What the exercise asks: Please return all lines from the records below that include the string "person".

[Stored entries]
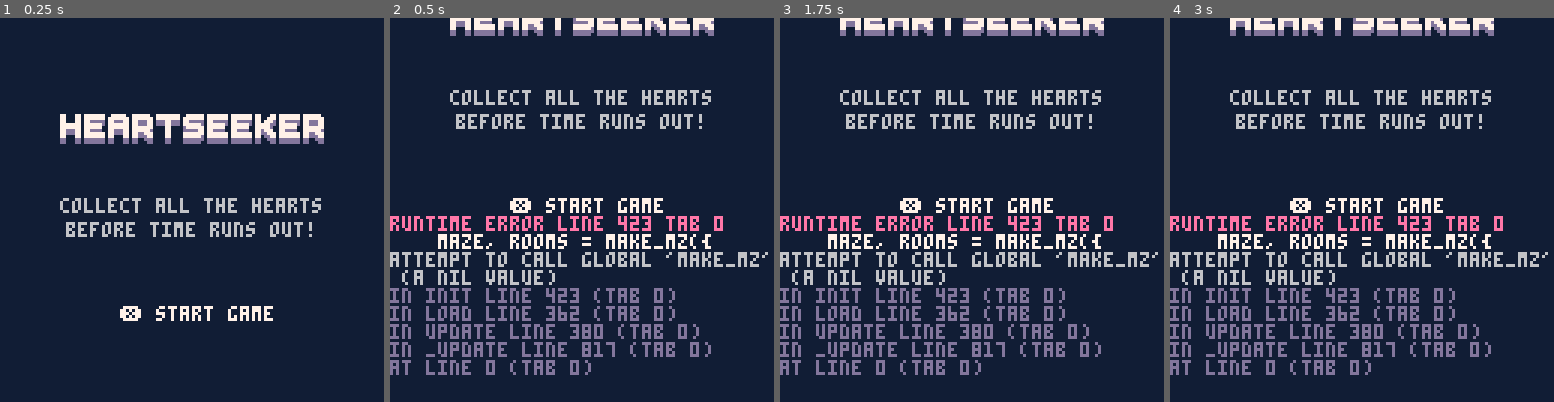
Above: before the commit, frames 1-4 (left to right).
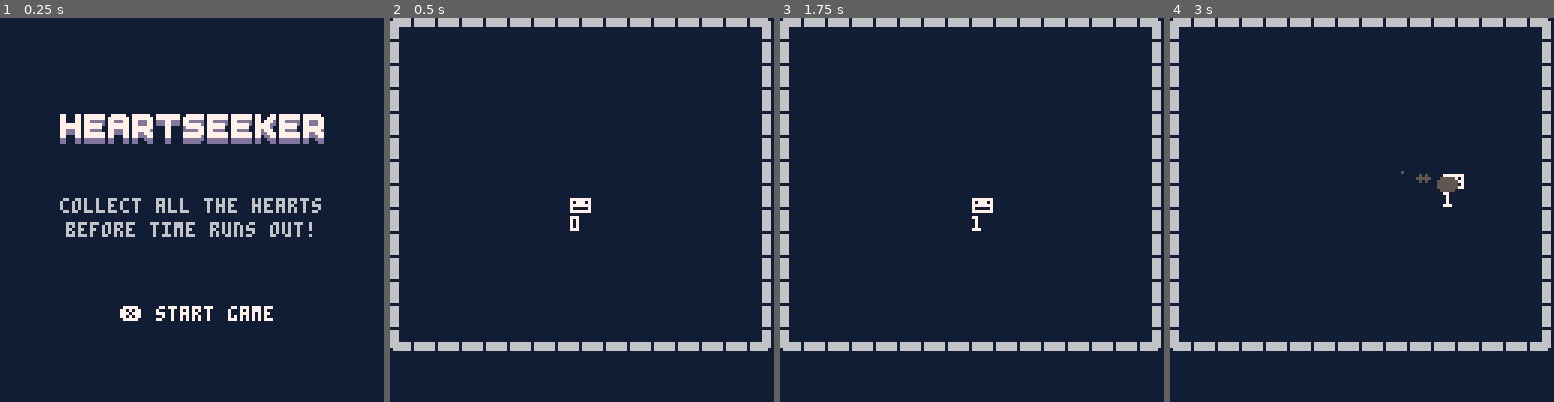
Above: after the commit, the same moments.

Repository: theRenard/move-and-fire
Game: PICO-8 cartridge move-and-fire.p8
Same seed, same stepped clock (60 frames per second), same inputs: the game is played once before the commit and once after it.
Inputs:
- Up to frame 1 (0.25 s): no input
- Up to frame 2 (0.5 s): tap X (X key) at 0.33 s
- Up to frame 3 (1.75 s): tap X (X key) at 1.07 s; hold Right from 1.6 s (still down)
- Up to frame 4 (3 s): tap X (X key) at 1.85, 2.97 s; release Right at 2.1 s; hold Up 2.15-2.42 s; hold Right from 2.47 s (still down)

Frame 1 is identical in both runs. In frame 2, 20% of the frame differs, in the area x 0-100%, y 0-93%; in frame 3, 20%; in frame 4, 21%.
Error before the commit: runtime error line 423 tab 0; maze, rooms = make_mz({; attempt to call global 'make_mz' (a nil value)

Commit message:
Refactor player entity and movement logic; replace 'player' with 'person' and simplify movement calculations

Diff:
--- a/lua/entities/player.lua
+++ b/lua/entities/player.lua
@@ -1,119 +1,55 @@
 --player functions from https://mboffin.itch.io/pico8-movement-with-inertia
 
 -- person
-player = entity:extend({
-	x = 24,
-	y = 24,
-	dx = 0,
-	dy = 0,
-	w = 3,
-	h = 3,
-	sprite = 192,
-	xspd = 1.5,
-	yspd = 1.5,
-	a = 1,
-	drg = 0.6,
+person=entity:extend({
+	x=60,
+	y=60,
+	w=7,
+	h=5,
 
-	update = function(_ENV)
-		--when the user tries to move,
-		--we only add the acceleration
-		--to the current speed.
+	dx=0,
+	dy=0,
 
-		if (btn(⬅️)) dx -= a
-		if (btn(➡️)) dx += a
-		if (btn(⬆️)) dy -= a
-		if (btn(⬇️)) dy += a
+	update=function(_ENV)
+		dx,dy=0,0
 
-		--if we acceleration keeps
-		--getting added, they will just
-		--speed up forever. so we need
-		--to limit the speed to a max
-		--speed in both horizontal and
-		--vertical directions.
-		dx = mid(-xspd, dx, xspd)
-		dy = mid(-yspd, dy, yspd)
+		if (btn(⬆️)) dy-=1
+		if (btn(⬇️)) dy+=1
+		if (btn(⬅️)) dx-=1
+		if (btn(➡️)) dx+=1
 
-		--before doing any movement,
-		--just check if they are next
-		--to a wall, and if so, don't
-		--let allow movement in that
-		--direction.
-		wall_check(x, y, w, h, dx, dy)
+		if dx!=0 or dy !=0 then
+			-- normalize movement
+			-- local a=atan2(dx,dy)
+			-- x+=cos(a)
+			-- y+=sin(a)
 
-		--before the player is moved,
-		--movement needs to be checked
-		--to see if the player actually
-		--can move in that direction.
-		if can_move(x, y, w, h, dx, dy) then
-			--actually move the player to
-			--the new location
-			x += dx
-			y += dy
+			-- add velocity but clamp it to 1
+			dx=mid(-1,dx,1)
+			dy=mid(-1,dy,1)
 
-			--but if the player cannot move
-			--into that spot, find out how
-			--close they can get and move
-			--them there instead.
-		else
-			--create temporary variables
-			--to store how far the player
-			--is trying to move.
-			tdx = dx
-			tdy = dy
+			-- add velocity to position
+			x+=dx
+			y+=dy
 
-			--now we're going to make
-			--tdx,tdy shorter and shorter
-			--until we find a new position
-			--that the player can move to.
-			while not can_move(x, y, w, h, tdx, tdy) do
-				--if the amount of x movement
-				--has been shortened so much
-				--that it's practically 0,
-				--just set it to 0.
-				if (abs(tdx) <= 0.1) then
-					tdx = 0
 
-					--but if it's not too small,
-					--make it 90% of what it was
-					--before. (this shortens the
-					--amount the player is trying
-					--to move in that direction.)
-				else
-					tdx *= 0.9
-				end
-
-				--do the same thing for y
-				--movement.
-				if (abs(tdy) <= 0.1) then
-					tdy = 0
-				else
-					tdy *= 0.9
-				end
+			-- spawn dust each 3/10 sec
+			if (t()*10)\1%3==0 then
+				dust({
+					x=x+rnd(3),
+					y=y+4,
+					frames=18+rnd(4),
+				})
 			end
-
-			--now that we've shorted the
-			--distance the player is
-			--trying to move to something
-			--actually possible, actually
-			--move the player to that new
-			--shortened distance.
-			x += tdx
-			y += tdy
 		end
 
-		--if the player's still moving,
-		--then slow them down just a
-		--bit using the drag amount.
-		if (abs(dx) > 0) dx *= drg
-		if (abs(dy) > 0) dy *= drg
-		--if they are going slow enough
-		--in a particular direction,
-		--just bring them to a halt.
-		if (abs(dx) < 0.02) dx = 0
-		if (abs(dy) < 0.02) dy = 0
+		-- restrict movement
+		x=mid(7,x,114)
+		y=mid(15,y,116)
 	end,
 
-	draw = function(_ENV)
-		spr(sprite, x, y)
-	end
+	draw=function(_ENV)
+		prints("😐",x,y,7)
+		print(dx)
+	end,
 })
--- a/lua/main.lua
+++ b/lua/main.lua
@@ -1,6 +1,6 @@
 
 -- enable extended map
-poke(0x5f56, 0x80)
+-- poke(0x5f56, 0x80)
 
 function _init()
 	scene:load(title_scene)
--- a/lua/maze.lua
+++ /dev/null
@@ -1,338 +0,0 @@
--- Copyright (c) 2024 Daniele Tabanella under the MIT license
-
---2220
---17919
-
-function make_mz(cfg)
-    -- Constants
-    local draw, mth = cfg.draw or false, cfg.mth or 3
-    local brd, w, h = cfg.hasbrd == false and 1 or 2, cfg.w or 128, cfg.h or 64
-    local mz_w, mz_h, chambers = w - 1, h - 1, {}
-    local tries, xtrsz, xtrconn, exits = 1000, cfg.xtrsz or 1, cfg.xtrconn or 20, cfg.exits or 2
-
-    -- Tiles
-    local wl_tl, flr_tl, op_tl, csd_tl, xt_tl = cfg.wl_tl or 1, cfg.flr_tl or 7, cfg.op_tl or 12, cfg.csd_tl or 8, cfg.xt_tl or 9
-    local mz, rgn, con_rgn, dd_ends, cr_rgn = mk2darr(mz_w, mz_h, wl_tl), mk2darr(mz_w, mz_h), mk2darr(mz_w, mz_h), {}, 0
-
-    local function chs_idx(ceil)
-        return mth == 1 and flr(rnd(ceil)) + 1 or mth == 2 and 1 or ceil
-    end
-
-    local function in_bounds(pos)
-        return pos.x <= mz_w and pos.y <= mz_h and pos.x > 0 and pos.y > 0
-    end
-
-    local function is_wall(pos)
-        return mz[pos.x][pos.y] == wl_tl
-    end
-
-    local function is_path(pos)
-        return mz[pos.x][pos.y] == flr_tl
-    end
-
-    local function set_tl(pos, tl_ty)
-        mz[pos.x][pos.y] = tl_ty
-    end
-
-    local function crv(pos)
-        set_tl(pos, flr_tl)
-        rgn[pos.x][pos.y] = cr_rgn
-    end
-
-    local function fill(pos)
-        mz[pos.x][pos.y] = wl_tl
-    end
-
-    local function can_crv(pos)
-        return in_bounds(pos) and is_wall(pos)
-    end
-
-    local function add_rgn()
-        cr_rgn += 1
-    end
-
-    local function add_dend(pos)
-        add(dd_ends, pos)
-    end
-
-    local function add_junc(pos)
-        local tile_type = csd_tl
-        if one_in(4) then
-            tile_type = one_in(3) and op_tl or flr_tl
-        end
-        set_tl(pos, tile_type)
-    end
-
-    local function draw_mz()
-        if rnd() > 0.9 then
-            foreach_2darr(
-                mz, function(x, y)
-                    pset(x - 1, y - 1, mz[x][y])
-                end
-            )
-        end
-    end
-
-    local function draw_rgn()
-        foreach_2darr(
-            mz, function(x, y)
-                local _rgn, color = rgn[x][y], _rgn and (_rgn % 15) + 1 or 0
-                -- color between 0 and 15
-                if color == 9 or color == 10 then
-                    color = 11
-                end
-                pset(x - 1, y - 1, color)
-            end
-        )
-    end
-
-    local function draw_connections()
-        if rnd() > 0.9 then
-            foreach_2darr(
-                mz, function(x, y)
-                    local rgn = con_rgn[x][y]
-                    if rgn then
-                        if #rgn == 2 then
-                            pset(x - 1, y, 9)
-                        else
-                            pset(x - 1, y, 10)
-                        end
-                    end
-                end
-            )
-        end
-    end
-
-    local function grow_mz(str_pos)
-        add_rgn()
-        local posn = {}
-        crv(str_pos)
-        add(posn, str_pos)
-
-        while #posn > 0 do
-            local index = chs_idx(#posn)
-            local curr_pos = posn[index]
-            for _, dir in pairs(shuffle(dir.card)) do
-                local ngbPos, nxt_ngb_tl = {
-                    x = curr_pos.x + dir.x,
-                    y = curr_pos.y + dir.y
-                },
-                {
-                    x = curr_pos.x + dir.x * 2,
-                    y = curr_pos.y + dir.y * 2
-                }
-                if can_crv(ngbPos) and can_crv(nxt_ngb_tl) then
-                    crv(ngbPos)
-                    crv(nxt_ngb_tl)
-                    add(posn, nxt_ngb_tl)
-                    if draw then draw_mz() end
-                    index = nil
-                    break
-                end
-            end
-            if index then
-                del(posn, curr_pos)
-            end
-        end
-    end
-
-    local function grow_mzs()
-        for x = brd, mz_w, 2 do
-            for y = brd, mz_h, 2 do
-                local pos = { x = x, y = y }
-                if is_wall(pos) then
-                    grow_mz(pos)
-                end
-            end
-        end
-    end
-
-    local function add_rms()
-        local rms = {}
-        for i = 0, tries do
-            local size = (int_rnd(2 + xtrsz) + 2) * 2 + 1
-            local recty = int_rnd(size / 2) * 2
-            local w, h = size, size
-            if one_in(2) then
-                w += recty
-            else
-                h += recty
-            end
-            local x = int_rnd((mz_w - w) / 2) * 2 + brd
-            local y = int_rnd((mz_h - h) / 2) * 2 + brd
-            local rm = { x = x, y = y, w = w, h = h }
-            local overlaps = false
-            for other in all(rms) do
-                if dst_to(rm, other) <= 0 then
-                    overlaps = true
-                    break
-                end
-            end
-            if not overlaps then
-                add(rms, rm)
-                add_rgn()
-                chambers[cr_rgn] = {}
-                for pos in all(get_all_posn(rm)) do
-                    crv(pos)
-                    add(chambers[cr_rgn], pos)
-                end
-                if draw then draw_mz() end
-            end
-        end
-    end
-
-    local function conn_rgn()
-        if draw then draw_rgn() end
-
-        foreach_2darr(
-            mz, function(x, y)
-                if is_wall({ x = x, y = y }) then
-                    local _rgn = {}
-                    for _, dir in pairs(dir.card) do
-                        local ngbPos = {
-                            x = x + dir.x,
-                            y = y + dir.y
-                        }
-                        if in_bounds(ngbPos) then
-                            local _region = rgn[ngbPos.x][ngbPos.y]
-                            if _region and not contains(_rgn, _region) then
-                                add(_rgn, _region)
-                            end
-                        end
-                    end
-                    if #_rgn >= 2 then
-                        con_rgn[x][y] = _rgn
-                    end
-                end
-            end
-        )
-
-        if draw then
-            draw_connections()
-        end
-
-        local cons = {}
-        -- {{ x, y }}
-
-        foreach_2darr(
-            mz, function(x, y)
-                if con_rgn[x][y] then
-                    add(cons, { x = x, y = y })
-                end
-            end
-        )
-
-        local mgd_rgns, un_mgd_rgns = {}, {}
-        for i = 1, cr_rgn do
-            mgd_rgns[i] = i
-            un_mgd_rgns[i] = i
-        end
-
-        while #un_mgd_rgns > 1 do
-            local conn = get_rnd_item(cons)
-
-            add_junc(conn)
-
-            local rgn = do_map(
-                con_rgn[conn.x][conn.y], function(region)
-                    return mgd_rgns[region]
-                end
-            )
-            local dest, sources = rgn[1], slice(rgn, 2)
-
-            for i = 1, cr_rgn do
-                if contains(sources, mgd_rgns[i]) then
-                    mgd_rgns[i] = dest
-                end
-            end
-
-            for source in all(sources) do
-                del(un_mgd_rgns, source)
-            end
-
-            rmv_where(
-                cons, function(pos)
-                    if dst_btw(conn, pos) < 2 then
-                        return true
-                    end
-                    local rgn = do_map(
-                        con_rgn[pos.x][pos.y], function(region)
-                            return mgd_rgns[region]
-                        end
-                    )
-                    rgn = rmv_dup(rgn)
-                    if #rgn > 1 then
-                        return false
-                    end
-                    if one_in(xtrconn) then
-                        add_junc(pos)
-                    end
-                    return true
-                end
-            )
-
-            if draw then draw_mz() end
-        end
-    end
-
-    local function rmv_dends()
-        local done = false
-
-        -- add dead ends
-        foreach_2darr(
-            mz, function(x, y)
-                if not is_wall({ x = x, y = y }) then
-                    local exits = 0
-                    for _, dir in pairs(dir.card) do
-                        local ngbPos = {
-                            x = x + dir.x,
-                            y = y + dir.y
-                        }
-                        if in_bounds(ngbPos) then
-                            if not is_wall(ngbPos) then
-                                exits += 1
-                            end
-                        end
-                    end
-                    if exits == 1 then
-                        add_dend({ x = x, y = y })
-                    end
-                end
-            end
-        )
-
-        while #dd_ends > exits do
-            for _, pos in pairs(dd_ends) do
-                local x, y, paths = pos.x, pos.y, {}
-                for _, dir in pairs(dir.card) do
-                    local ngbPos = {
-                        x = x + dir.x,
-                        y = y + dir.y
-                    }
-                    if in_bounds(ngbPos) then
-                        if not is_wall(ngbPos) then
-                            add(paths, ngbPos)
-                        end
-                    end
-                end
-                if #paths == 1 then
-                    fill({ x = x, y = y })
-                    add_dend(paths[1])
-                    if draw then draw_mz() end
-                end
-                del(dd_ends, pos)
-            end
-        end
-
-        for _, pos in pairs(dd_ends) do
-            set_tl(pos, xt_tl)
-        end
-    end
-
-    add_rms()
-    grow_mzs()
-    conn_rgn()
-    rmv_dends()
-
-    return mz, chambers
-end
--- a/lua/scenes/game.lua
+++ b/lua/scenes/game.lua
@@ -17,16 +17,9 @@
   cam_x = 0,
   cam_y = 0,
   init = function(_ENV)
-    maze, rooms = make_mz({
-      w = w,
-      h = h,
-      xtrconn = 80,
-      xtrsz = 3
-    })
-    make_map(rules, maze)
 
     -- -- spawn player
-    _player = player()
+    _player = person()
 
     --   -- destroy if colliding
     --   obj:detect(
@@ -45,9 +38,9 @@
     -- add(entity.pool, del(entity.pool, player))
     cam_x = _player.x - 64
     cam_y = _player.y - 64
-    camera(cam_x, cam_y)
+    -- camera(cam_x, cam_y)
     map(0, 0, 0, 0, w, h)
     entity:each("draw")
-    camera()
+    -- camera()
   end
 })
--- a/move-and-fire.p8
+++ b/move-and-fire.p8
@@ -122,13 +122,19 @@
 0000000000000000000000000000000000000000000000000000000000000000000000000000000000000000000000000000000000000000000000000000000000000000000000000000000000000000010101010101010101010101010101010101010101010101010101010101010101010101010101010101010101010101
 0000000000000000000000000000000000000000000000000000000000000000000000000000000000000000000000000000000000000000000000000000000000000000000000000000000000000000000000000000000000000000000000000000000000000000000000000000000000000000000000000000000000000000
 __map__
-5371717171717171715400000000000000000000000000000000000000000000000000000000000000000000000000000000000000000000000000000000000000000000000000000000000000000000000000000000000000000000000000000000000000000000000000000000000000000000000000000000000000000000
-6205000700000200006000000000000000000000000000000000000000000000000000000000000000000000000000000000000000000000000000000000000000000000000000000000000000000000000000000000000000000000000000000000000000000000000000000000000000000000000000000000000000000000
-6200000100000000006000000000000000000000000000000000000000000000000000000000000000000000000000000000000000000000000000000000000000000000000000000000000000000000000000000000000000000000000000000000000000000000000000000000000000000000000000000000000000000000
-6200000000000005006000000000000000000000000000000000000000000000000000000000000000000000000000000000000000000000000000000000000000000000000000000000000000000000000000000000000000000000000000000000000000000000000000000000000000000000000000000000000000000000
-6200000007000000006000000000000000000000000000000000000000000000000000000000000000000000000000000000000000000000000000000000000000000000000000000000000000000000000000000000000000000000000000000000000000000000000000000000000000000000000000000000000000000000
-6205000000000300006000000000000000000000000000000000000000000000000000000000000000000000000000000000000000000000000000000000000000000000000000000000000000000000000000000000000000000000000000000000000000000000000000000000000000000000000000000000000000000000
-6200000000000000076000000000000000000000000000000000000000000000000000000000000000000000000000000000000000000000000000000000000000000000000000000000000000000000000000000000000000000000000000000000000000000000000000000000000000000000000000000000000000000000
-6351005151515151516400000000000000000000000000000000000000000000000000000000000000000000000000000000000000000000000000000000000000000000000000000000000000000000000000000000000000000000000000000000000000000000000000000000000000000000000000000000000000000000
+5371717171717171717171717171715400000000000000000000000000000000000000000000000000000000000000000000000000000000000000000000000000000000000000000000000000000000000000000000000000000000000000000000000000000000000000000000000000000000000000000000000000000000
+6200000000000000000000000000006000000000000000000000000000000000000000000000000000000000000000000000000000000000000000000000000000000000000000000000000000000000000000000000000000000000000000000000000000000000000000000000000000000000000000000000000000000000
+6200000000000000000000000000006000000000000000000000000000000000000000000000000000000000000000000000000000000000000000000000000000000000000000000000000000000000000000000000000000000000000000000000000000000000000000000000000000000000000000000000000000000000
+6200000000000000000000000000006000000000000000000000000000000000000000000000000000000000000000000000000000000000000000000000000000000000000000000000000000000000000000000000000000000000000000000000000000000000000000000000000000000000000000000000000000000000
+6200000000000000000000000000006000000000000000000000000000000000000000000000000000000000000000000000000000000000000000000000000000000000000000000000000000000000000000000000000000000000000000000000000000000000000000000000000000000000000000000000000000000000
+6200000000000000000000000000006000000000000000000000000000000000000000000000000000000000000000000000000000000000000000000000000000000000000000000000000000000000000000000000000000000000000000000000000000000000000000000000000000000000000000000000000000000000
+6200000000000000000000000000006000000000000000000000000000000000000000000000000000000000000000000000000000000000000000000000000000000000000000000000000000000000000000000000000000000000000000000000000000000000000000000000000000000000000000000000000000000000
+6200000000000000000000000000006000000000000000000000000000000000000000000000000000000000000000000000000000000000000000000000000000000000000000000000000000000000000000000000000000000000000000000000000000000000000000000000000000000000000000000000000000000000
+6200000000000000000000000000006000000000000000000000000000000000000000000000000000000000000000000000000000000000000000000000000000000000000000000000000000000000000000000000000000000000000000000000000000000000000000000000000000000000000000000000000000000000
+6200000000000000000000000000006000000000000000000000000000000000000000000000000000000000000000000000000000000000000000000000000000000000000000000000000000000000000000000000000000000000000000000000000000000000000000000000000000000000000000000000000000000000
+6200000000000000000000000000006000000000000000000000000000000000000000000000000000000000000000000000000000000000000000000000000000000000000000000000000000000000000000000000000000000000000000000000000000000000000000000000000000000000000000000000000000000000
+6200000000000000000000000000006000000000000000000000000000000000000000000000000000000000000000000000000000000000000000000000000000000000000000000000000000000000000000000000000000000000000000000000000000000000000000000000000000000000000000000000000000000000
+6200000000000000000000000000006000000000000000000000000000000000000000000000000000000000000000000000000000000000000000000000000000000000000000000000000000000000000000000000000000000000000000000000000000000000000000000000000000000000000000000000000000000000
+6351515151515151515151515151516400000000000000000000000000000000000000000000000000000000000000000000000000000000000000000000000000000000000000000000000000000000000000000000000000000000000000000000000000000000000000000000000000000000000000000000000000000000

Answer box:
Refactor player entity and movement logic; replace 'player' with 'person' and simplify movement calculations
 -- person
+person=entity:extend({
+    _player = person()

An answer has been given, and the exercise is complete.